5. Pro forma statement of operations adjustments—Connecticut Operations:

 

(a) This adjustment reflects results of operations related to contracts, primarily with unaffiliated third parties that were not transferred to Frontier in the Connecticut Acquisition.

 

(b) This adjustment reflects the incremental change related to contracts with AT&T affiliates that were transferred to Frontier under modified terms.

 

(c) This adjustment reflects results of operations related to certain operations (substantially with AT&T affiliates) that did not continue after the closing of the Connecticut Acquisition.

 

(d) This adjustment reflects the reclassification of bad debt expense from cost and expenses to revenue.

 

(e) This adjustment reflects the reclassification of allocated depreciation and amortization from cost and expenses to depreciation and amortization.

 

(f) This adjustment reflects pension, other postretirement employee benefits of retirees and postemployment benefits retained by AT&T based on the terms of the AT&T Purchase Agreement whereby the pension and OPEB obligations related to active employees only were transferred to Frontier and pension obligations were fully funded as of the October 24, 2014 closing date of the Connecticut Acquisition.

 

(g) This adjustment reflects the removal of costs related to employee headcount that were not transferred to Frontier associated with the adjustment described in 5(c) above.

 

(h) This adjustment reflects the removal of royalty expense charged by AT&T for the use of its name and trademark that did not continue after the Connecticut Acquisition.

 

(i)

This adjustment reflects additional amortization expense associated with the customer list asset acquired from AT&T assuming an accelerated method of amortization and an estimated useful life of ten years, which corresponds to an increase in depreciation and amortization expense of $64 million for the year ended December 31, 2014. Amortization expense, based on our current estimate of useful lives, is


  estimated to be approximately $76 million, $67 million, $57 million, $48 million and $38 million for the years ended December 31, 2015, 2016, 2017, 2018 and 2019, respectively. No adjustment has been reflected for depreciation expense.

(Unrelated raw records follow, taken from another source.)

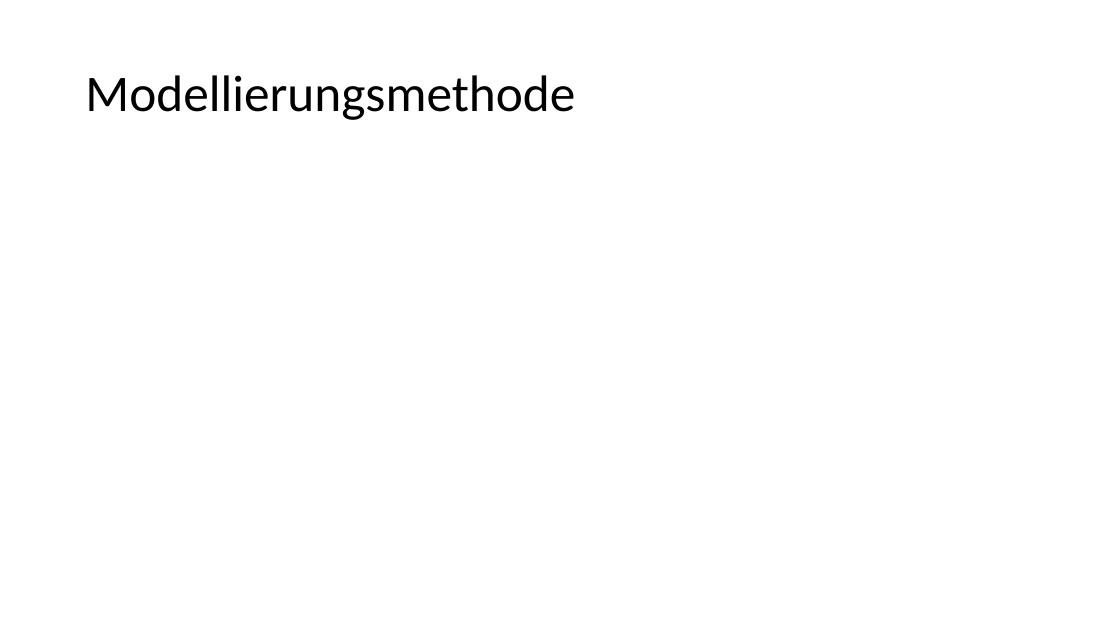
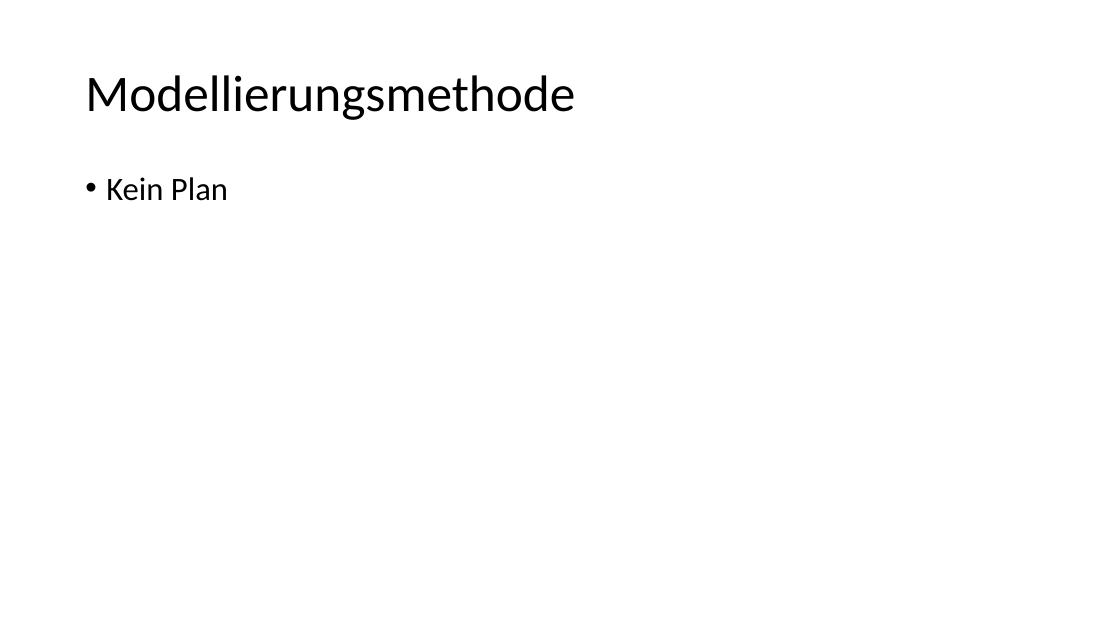
Before and after one commit to linuxfanatiker/hugepackage, a slide deck: slide 8 of 1Woche_Paketerkennung.pptx (slide 7 before the commit). Drawn at 1120x630 pixels with LibreOffice and Linux fonts; fonts in the diff are those of the drawing. Boxes give left, top, right and bottom in pixels: in the first picture for what was removed or moved away, otherwise in the second. Text is boxed around its words. In the diff, an @@ line names an element or a change of style, - is before the commit and + after.

```diff
--- a/1Woche_Paketerkennung.pptx
+++ b/1Woche_Paketerkennung.pptx
@@ text added at box(106, 177, 228, 201), 28 pt, text #000000 @@
+• Kein Plan
```
Also in this commit, not shown: 2 other slides changed, 2 slides added, 1 slide removed.

The actual depreciation and amortization expense will be based on the final fair value attributed to the identifiable tangible and intangible assets based upon the results of the third-party valuation of the acquired assets. The depreciation and amortization rates may also change based on the results of this third-party valuation. There can be no assurance that the actual depreciation and amortization expense will not differ significantly from the pro forma adjustment presented.

 

(j) This adjustment reflects additional interest expense on the $1,550 million aggregate principal amount of senior notes related to the debt offering in September 2014 and the $350 million CoBank Connecticut Acquisition Facility ($71 million for the year ended December 31, 2014), based on an assumed weighted average interest rate of 6.68% for the year ended December 31, 2014 and the elimination of interest expense related to a bridge loan agreement.

 

(k) This adjustment reflects the removal of acquisition and integration expenses related to costs incurred by Frontier in connection with the Connecticut Acquisition.

 

(l) This adjustment reflects the income tax effect of the pro forma adjustments described in notes 5(a) through 5(k) above, using an estimated effective income tax rate of 38%.